*** Opening of Data records ***

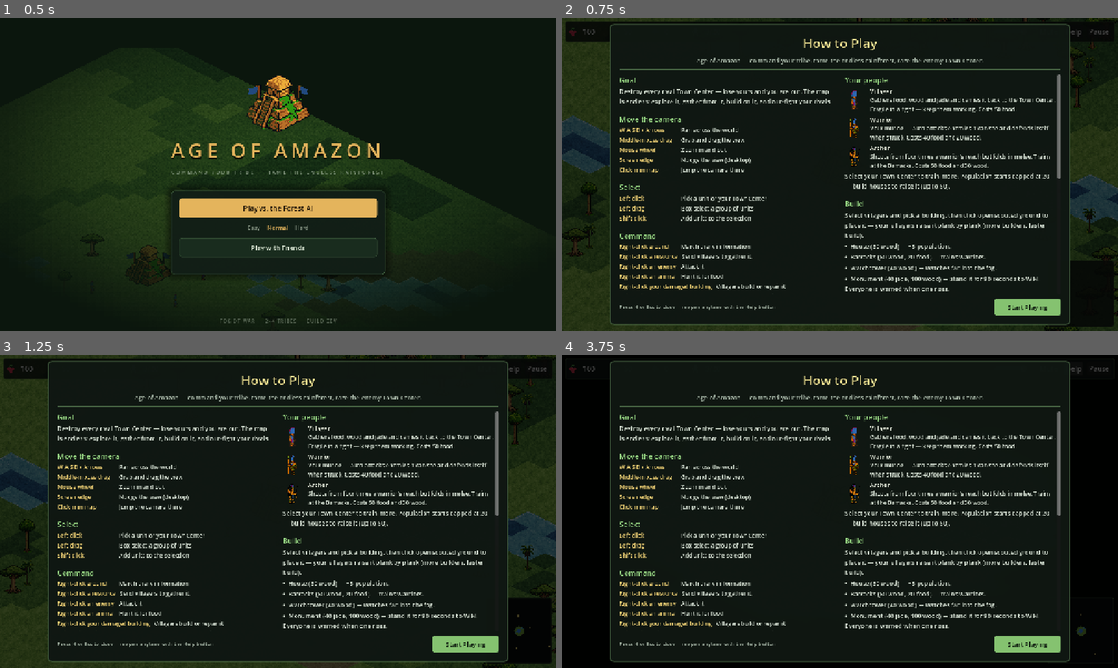
Above: before the commit, frames 1-4 (two rows, left to right).
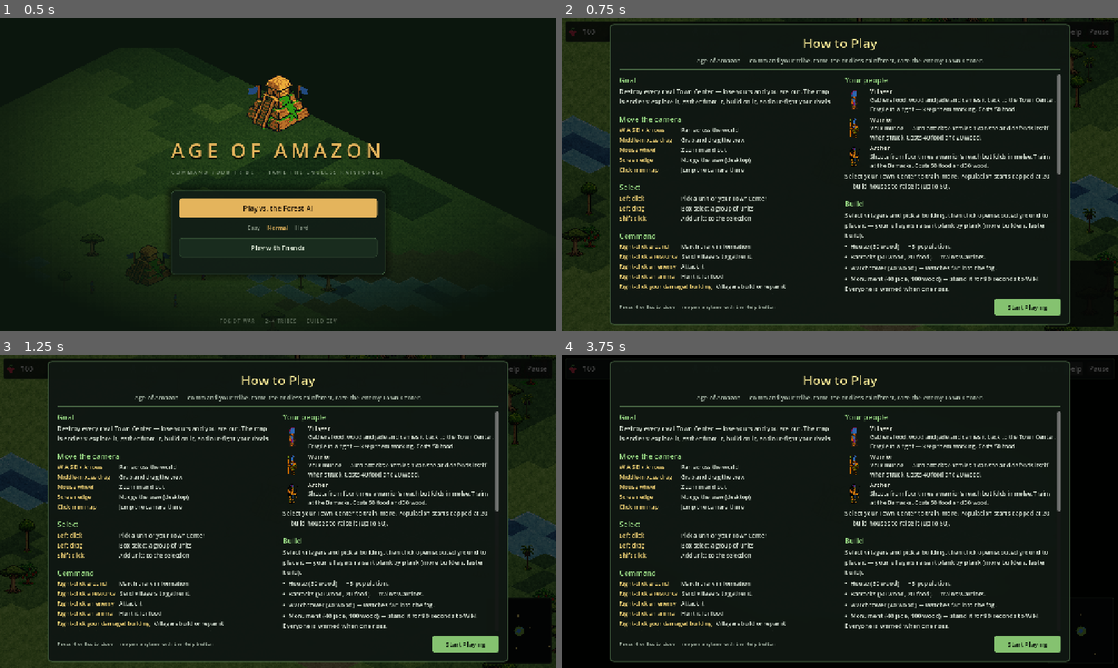
Above: after the commit, the same moments.

Repository: iagocavalcante/age-of-amazon
Game: Godot game, scene res://scenes/ui/MainMenu.tscn
Same seed, same stepped clock (60 frames per second), same inputs: the game is played once before the commit and once after it.
Inputs:
- Up to frame 1 (0.5 s): no input
- Up to frame 2 (0.75 s): click "Play vs. the Forest AI" at 0.5 s
- Up to frame 3 (1.25 s): no input
- Up to frame 4 (3.75 s): click "Start Playing" at 1.25 s; click "Mute" at 2 s; click "Unmute" at 2.75 s; click "Help" at 3.5 s

Frame 1 is identical in both runs. In frame 2, 0.1% of the frame differs, in the area x 3-100%, y 0-80%; in frame 3, 0.1%; in frame 4, less than 0.1%.

Commit message:
feat: fruit trees yield wood + food; fix jaguar green-screen keying

Diff:
--- a/scripts/art/DoodadArtist.gd
+++ b/scripts/art/DoodadArtist.gd
@@ -13,6 +13,23 @@
 	for v in range(TREE_VARIANTS):
 		trees.append(_build_tree(v))
 	return trees
+
+# Fallback fruit tree: the variant-0 tree with red fruit speckled through
+# the canopy (the painted override is tree_fruit.png).
+func build_fruit_tree() -> ImageTexture:
+	var base: ImageTexture = _build_tree(0)
+	var img: Image = base.get_image()
+	var fruit: Color = Color8(206, 58, 60)
+	var fruit_light: Color = Color8(238, 108, 96)
+	for y in range(img.get_height()):
+		for x in range(img.get_width()):
+			var p: Color = img.get_pixel(x, y)
+			if p.a > 0.0 and p.g > p.r and p.g > p.b and y < 24 \
+					and PixelArt.hash2(x, y, 977) > 0.93:
+				img.set_pixel(x, y, fruit)
+				if y > 0 and img.get_pixel(x, y - 1).a > 0.0:
+					img.set_pixel(x, y - 1, fruit_light)
+	return ImageTexture.create_from_image(img)
 
 func _build_tree(variant: int) -> ImageTexture:
 	var w: int = 34
--- a/scripts/autoloads/AssetLibrary.gd
+++ b/scripts/autoloads/AssetLibrary.gd
@@ -13,6 +13,7 @@
 var selection_ring: ImageTexture
 var unit_shadow: ImageTexture
 var tree_textures: Array[ImageTexture] = []
+var fruit_tree_texture: ImageTexture
 var rock_texture: ImageTexture
 var reeds_texture: ImageTexture
 var berry_texture: ImageTexture
@@ -111,6 +112,9 @@
 			painted_trees.append(painted)
 	tree_textures = painted_trees if painted_trees.size() == 3 \
 		else doodad_artist.build_trees()
+	fruit_tree_texture = _override_neutral("tree_fruit")
+	if fruit_tree_texture == null:
+		fruit_tree_texture = doodad_artist.build_fruit_tree()
 	rock_texture = doodad_artist.build_rock()
 	reeds_texture = doodad_artist.build_reeds()
 	berry_texture = doodad_artist.build_berry_bush()
--- a/scripts/autoloads/Constants.gd
+++ b/scripts/autoloads/Constants.gd
@@ -30,6 +30,9 @@
 # Gathering
 const GATHER_INTERVAL: float = 1.2  # seconds per resource unit
 const CARRY_CAPACITY: int = 10
+# Fruit trees pay a food bonus alongside the wood haul: each deposit banks
+# carrying * this ratio as food (10 wood -> +5 food).
+const FRUIT_FOOD_RATIO: float = 0.5
 
 # Population: every tribe starts at the base cap; each finished house adds
 # HOUSE_POP_BONUS, up to the hard ceiling.
--- a/scripts/autoloads/Net.gd
+++ b/scripts/autoloads/Net.gd
@@ -15,7 +15,7 @@
 # a stale build get a clear "refresh" error instead of silently dropped RPCs
 # (an argument-count mismatch makes Godot discard the call without a trace —
 # this bit us in production between two builds of the lobby protocol).
-const PROTOCOL_VERSION: int = 5
+const PROTOCOL_VERSION: int = 6
 
 signal match_config_received
 signal join_refused(reason: String)
--- a/scripts/main/Main.gd
+++ b/scripts/main/Main.gd
@@ -50,6 +50,9 @@
 		_run_monument_test()
 	if "--test-tactics" in args:
 		_run_tactics_test()
+	if "--test-fruit" in args:
+		_run_fruit_test()
+		return
 	if "--test-fish" in args:
 		_run_fish_test()
 	if "--test-victory" in args:
@@ -355,6 +358,51 @@
 
 # Prove shore fishing: a fish school exists near the shore, a villager can
 # work it, and the catch banks as food.
+# Prove fruit trees bank food alongside the wood haul.
+func _run_fruit_test() -> void:
+	await get_tree().create_timer(0.5).timeout
+	var fruit_cell: Vector2i = Vector2i(9999, 9999)
+	var radius: int = 4
+	while radius <= 80 and fruit_cell.x == 9999:
+		for dy in range(-radius, radius + 1):
+			for dx in range(-radius, radius + 1):
+				if maxi(absi(dx), absi(dy)) != radius:
+					continue  # ring only — keeps the scan linear
+				var cell: Vector2i = Vector2i(dx, dy)
+				var node: Dictionary = GameManager.world.get_resource_at(cell)
+				if node.has("bonus_type"):
+					fruit_cell = cell
+					break
+			if fruit_cell.x != 9999:
+				break
+		radius += 2
+	print("[test-fruit] tree-found ", "OK" if fruit_cell.x != 9999 else "FAILED",
+		" at ", fruit_cell)
+	if fruit_cell.x == 9999:
+		get_tree().quit(1)
+		return
+
+	var villagers: Array = get_tree().get_nodes_in_group("player_0").filter(
+		func(n: Node) -> bool: return n is UnitBase and (n as UnitBase).can_gather)
+	var wood_before: int = GameManager.get_resource(0, Constants.ResourceType.WOOD)
+	var food_before: int = GameManager.get_resource(0, Constants.ResourceType.FOOD)
+	var picker: UnitBase = villagers[0]
+	picker.global_position = Constants.grid_to_world(fruit_cell.x, fruit_cell.y) \
+		+ Vector2(0, 40)  # start nearby; pathing over distance isn't the point
+	picker.command_gather(fruit_cell)
+	var elapsed: float = 0.0
+	while GameManager.get_resource(0, Constants.ResourceType.FOOD) <= food_before \
+			and elapsed < 60.0:
+		await get_tree().create_timer(0.5).timeout
+		elapsed += 0.5
+	var wood_after: int = GameManager.get_resource(0, Constants.ResourceType.WOOD)
+	var food_after: int = GameManager.get_resource(0, Constants.ResourceType.FOOD)
+	print("[test-fruit] wood-banked ", "OK" if wood_after > wood_before else "FAILED",
+		" wood ", wood_before, "->", wood_after)
+	print("[test-fruit] food-bonus ", "OK" if food_after > food_before else "FAILED",
+		" food ", food_before, "->", food_after)
+	get_tree().quit(0 if wood_after > wood_before and food_after > food_before else 1)
+
 func _run_fish_test() -> void:
 	await get_tree().create_timer(0.5).timeout
 	var fish_cell: Vector2i = Vector2i(9999, 9999)
--- a/scripts/ui/HelpScreen.gd
+++ b/scripts/ui/HelpScreen.gd
@@ -230,6 +230,7 @@
 	_add_body(col, "•  Keep every villager gathering — idle villagers lose games.")
 	_add_body(col, "•  Hunt capybaras and tapirs for food — but beware jaguars, bush dog packs, and caimans lurking at the water's edge.")
 	_add_body(col, "•  Fish schools shimmer along riverbanks — villagers can work them like berry bushes.")
+	_add_body(col, "•  Fruit trees (red-dotted crowns) pay food alongside the wood your villagers chop.")
 	_add_body(col, "•  Mine jade early if you dream of a Monument victory.")
 	_add_body(col, "•  Scout before you strike — you can't hit what you can't see.")
 	_add_body(col, "•  A watchtower on a border ridge is worth three patrols.")
--- a/scripts/units/Unit.gd
+++ b/scripts/units/Unit.gd
@@ -54,6 +54,7 @@
 # Gathering
 var _gather_cell: Vector2i = Vector2i.ZERO
 var _gather_type: int = -1
+var _gather_bonus_type: int = -1  # fruit trees: food banked alongside wood
 var _carrying: int = 0
 var _gather_timer: float = 0.0
 
@@ -227,10 +228,14 @@
 	var node: Dictionary = GameManager.world.get_resource_at(cell)
 	if node.is_empty():
 		return
+	_set_gather_target(cell, node)
+	_attack_target = null
+	_go_to_gather_site()
+
+func _set_gather_target(cell: Vector2i, node: Dictionary) -> void:
 	_gather_cell = cell
 	_gather_type = node["type"]
-	_attack_target = null
-	_go_to_gather_site()
+	_gather_bonus_type = int(node.get("bonus_type", -1))
 
 func command_attack(target: Node2D) -> void:
 	if target == null or not is_instance_valid(target):
@@ -416,9 +421,16 @@
 func _deposit() -> void:
 	if _carrying > 0 and _gather_type >= 0:
 		GameManager.add_resource(player_id, _gather_type, _carrying)
+		var bonus: int = int(_carrying * Constants.FRUIT_FOOD_RATIO) \
+			if _gather_bonus_type >= 0 else 0
+		if bonus > 0:
+			GameManager.add_resource(player_id, _gather_bonus_type, bonus)
 		if not Net.is_headless_server() and player_id == GameManager.local_player_id:
-			WorkFx.float_text(get_parent(), global_position, "+%d %s" % [
-				_carrying, Constants.RESOURCE_NAMES[_gather_type]])
+			var text: String = "+%d %s" % [
+				_carrying, Constants.RESOURCE_NAMES[_gather_type]]
+			if bonus > 0:
+				text += "  +%d %s" % [bonus, Constants.RESOURCE_NAMES[_gather_bonus_type]]
+			WorkFx.float_text(get_parent(), global_position, text)
 		_carrying = 0
 	# Resume the cycle: same node if alive, otherwise a nearby one.
 	if not GameManager.world.get_resource_at(_gather_cell).is_empty():
@@ -433,7 +445,8 @@
 	var result: Dictionary = GameManager.world.find_nearest_resource(_gather_cell, _gather_type)
 	# Only auto-retarget nodes this tribe has scouted — no gathering in fog.
 	if result["found"] and GameManager.has_explored(player_id, result["cell"]):
-		_gather_cell = result["cell"]
+		_set_gather_target(result["cell"],
+			GameManager.world.get_resource_at(result["cell"]))
 		_go_to_gather_site()
 	else:
 		current_state = State.IDLE
--- a/scripts/world/ChunkManager.gd
+++ b/scripts/world/ChunkManager.gd
@@ -150,6 +150,8 @@
 		return AssetLibrary.fish_texture
 	match int(node["type"]):
 		Constants.ResourceType.WOOD:
+			if node.has("bonus_type"):
+				return AssetLibrary.fruit_tree_texture
 			var idx: int = int(PixelArt.hash2(cell.x, cell.y, 31) * AssetLibrary.tree_textures.size())
 			return AssetLibrary.tree_textures[idx % AssetLibrary.tree_textures.size()]
 		Constants.ResourceType.FOOD:
--- a/scripts/world/WorldGen.gd
+++ b/scripts/world/WorldGen.gd
@@ -141,9 +141,15 @@
 	var h: float = PixelArt.hash2(x, y, seed_val)
 	match biome:
 		Constants.Biome.FOREST_DENSE:
+			if h < 0.02:
+				return { "type": Constants.ResourceType.WOOD, "amount": 100,
+					"bonus_type": Constants.ResourceType.FOOD }
 			if h < 0.30:
 				return { "type": Constants.ResourceType.WOOD, "amount": 120 }
 		Constants.Biome.FOREST_LIGHT:
+			if h < 0.025:
+				return { "type": Constants.ResourceType.WOOD, "amount": 100,
+					"bonus_type": Constants.ResourceType.FOOD }
 			if h < 0.12:
 				return { "type": Constants.ResourceType.WOOD, "amount": 100 }
 		Constants.Biome.GRASS:
Binary file changed: assets/sprites/animal_jaguar_idle.png
Binary file changed: assets/sprites/animal_jaguar_walk_a.png
Binary file changed: assets/sprites/animal_jaguar_walk_b.png
Binary file added: assets/sprites/tree_fruit.png
Not shown, changed: tools/generate_sprites.py

*** Close of Data records ***

Work order: Taking the line with "--- a/scripts/main/Main.gd" as the first and the line with "Constants.grid_to_world(fruit_cell.x, fruit_cell.y) \" as the last, retype that stretch of the data above exactly, with no other lines.

Answer box:
--- a/scripts/main/Main.gd
+++ b/scripts/main/Main.gd
@@ -50,6 +50,9 @@
 		_run_monument_test()
 	if "--test-tactics" in args:
 		_run_tactics_test()
+	if "--test-fruit" in args:
+		_run_fruit_test()
+		return
 	if "--test-fish" in args:
 		_run_fish_test()
 	if "--test-victory" in args:
@@ -355,6 +358,51 @@
 
 # Prove shore fishing: a fish school exists near the shore, a villager can
 # work it, and the catch banks as food.
+# Prove fruit trees bank food alongside the wood haul.
+func _run_fruit_test() -> void:
+	await get_tree().create_timer(0.5).timeout
+	var fruit_cell: Vector2i = Vector2i(9999, 9999)
+	var radius: int = 4
+	while radius <= 80 and fruit_cell.x == 9999:
+		for dy in range(-radius, radius + 1):
+			for dx in range(-radius, radius + 1):
+				if maxi(absi(dx), absi(dy)) != radius:
+					continue  # ring only — keeps the scan linear
+				var cell: Vector2i = Vector2i(dx, dy)
+				var node: Dictionary = GameManager.world.get_resource_at(cell)
+				if node.has("bonus_type"):
+					fruit_cell = cell
+					break
+			if fruit_cell.x != 9999:
+				break
+		radius += 2
+	print("[test-fruit] tree-found ", "OK" if fruit_cell.x != 9999 else "FAILED",
+		" at ", fruit_cell)
+	if fruit_cell.x == 9999:
+		get_tree().quit(1)
+		return
+
+	var villagers: Array = get_tree().get_nodes_in_group("player_0").filter(
+		func(n: Node) -> bool: return n is UnitBase and (n as UnitBase).can_gather)
+	var wood_before: int = GameManager.get_resource(0, Constants.ResourceType.WOOD)
+	var food_before: int = GameManager.get_resource(0, Constants.ResourceType.FOOD)
+	var picker: UnitBase = villagers[0]
+	picker.global_position = Constants.grid_to_world(fruit_cell.x, fruit_cell.y) \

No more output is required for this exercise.